» DATA RECORDS:
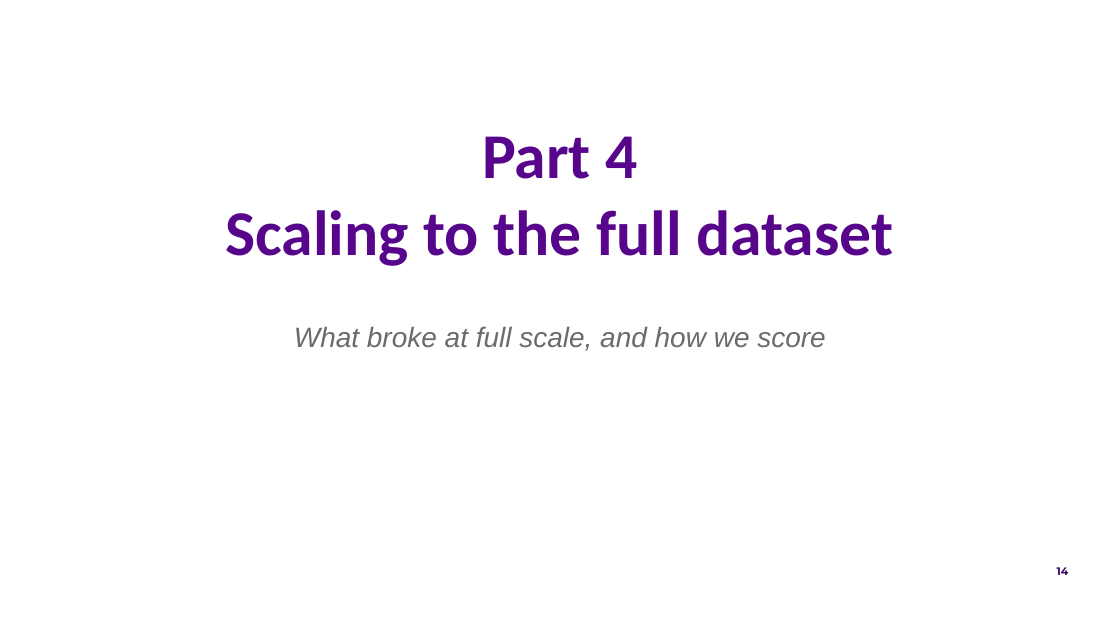
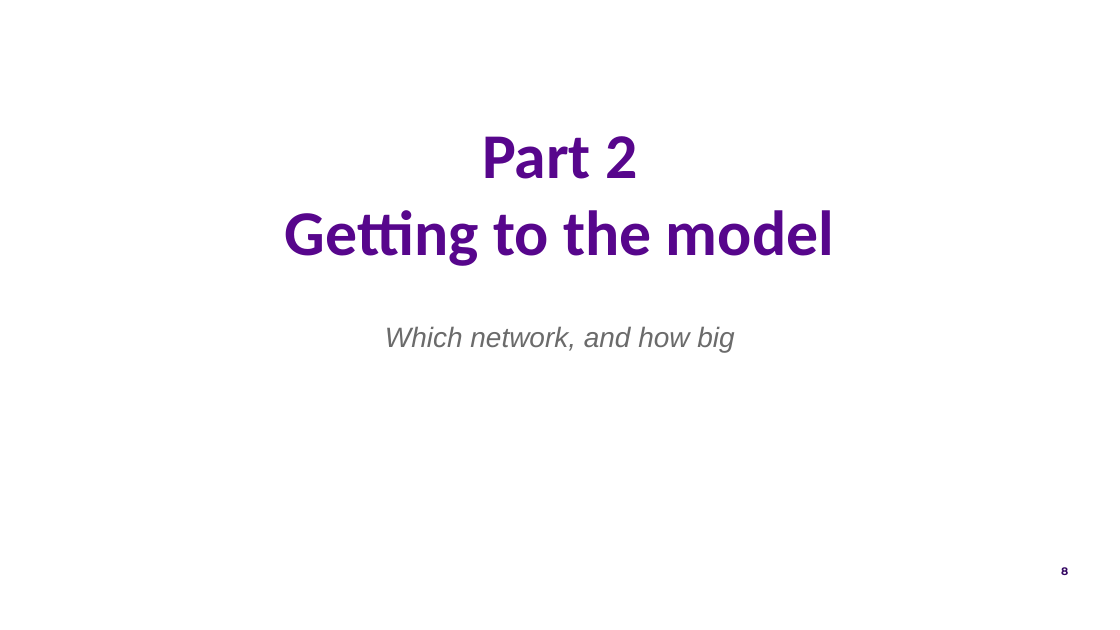
Before and after one commit to FruitPnchSamuraiG/solar-dem-inversion, a slide deck: slide 8 of slides/DEM_deck_v2.pptx (slide 14 before the commit). Drawn at 1120x630 pixels with LibreOffice and Linux fonts; fonts in the diff are those of the drawing; background and template pictures are left out. Boxes give left, top, right and bottom in pixels: in the first picture for what was removed or moved away, otherwise in the second. Text is boxed around its words. In the diff, an @@ line names an element or a change of style, - is before the commit and + after.

```diff
--- a/slides/DEM_deck_v2.pptx
+++ b/slides/DEM_deck_v2.pptx
@@ title at <box>285,136,834,266</box>: text changed @@
-Part 4
-Scaling to the full dataset
+Part 2
+Getting to the model
@@ text at <box>385,326,734,352</box>: text changed @@
-What broke at full scale, and how we score
+Which network, and how big
@@ page number at <box>1061,567,1068,575</box>: text changed @@
-14
+8
```
Also in this commit, not shown: 10 other slides changed, 3 slides added, 3 slides removed, 6 other files.

» AIM OF THE EXERCISE:
Lines with "changed": return each one from the data above.

» SOLUTION BELOW:
@@ title at <box>285,136,834,266</box>: text changed @@
@@ text at <box>385,326,734,352</box>: text changed @@
@@ page number at <box>1061,567,1068,575</box>: text changed @@
Also in this commit, not shown: 10 other slides changed, 3 slides added, 3 slides removed, 6 other files.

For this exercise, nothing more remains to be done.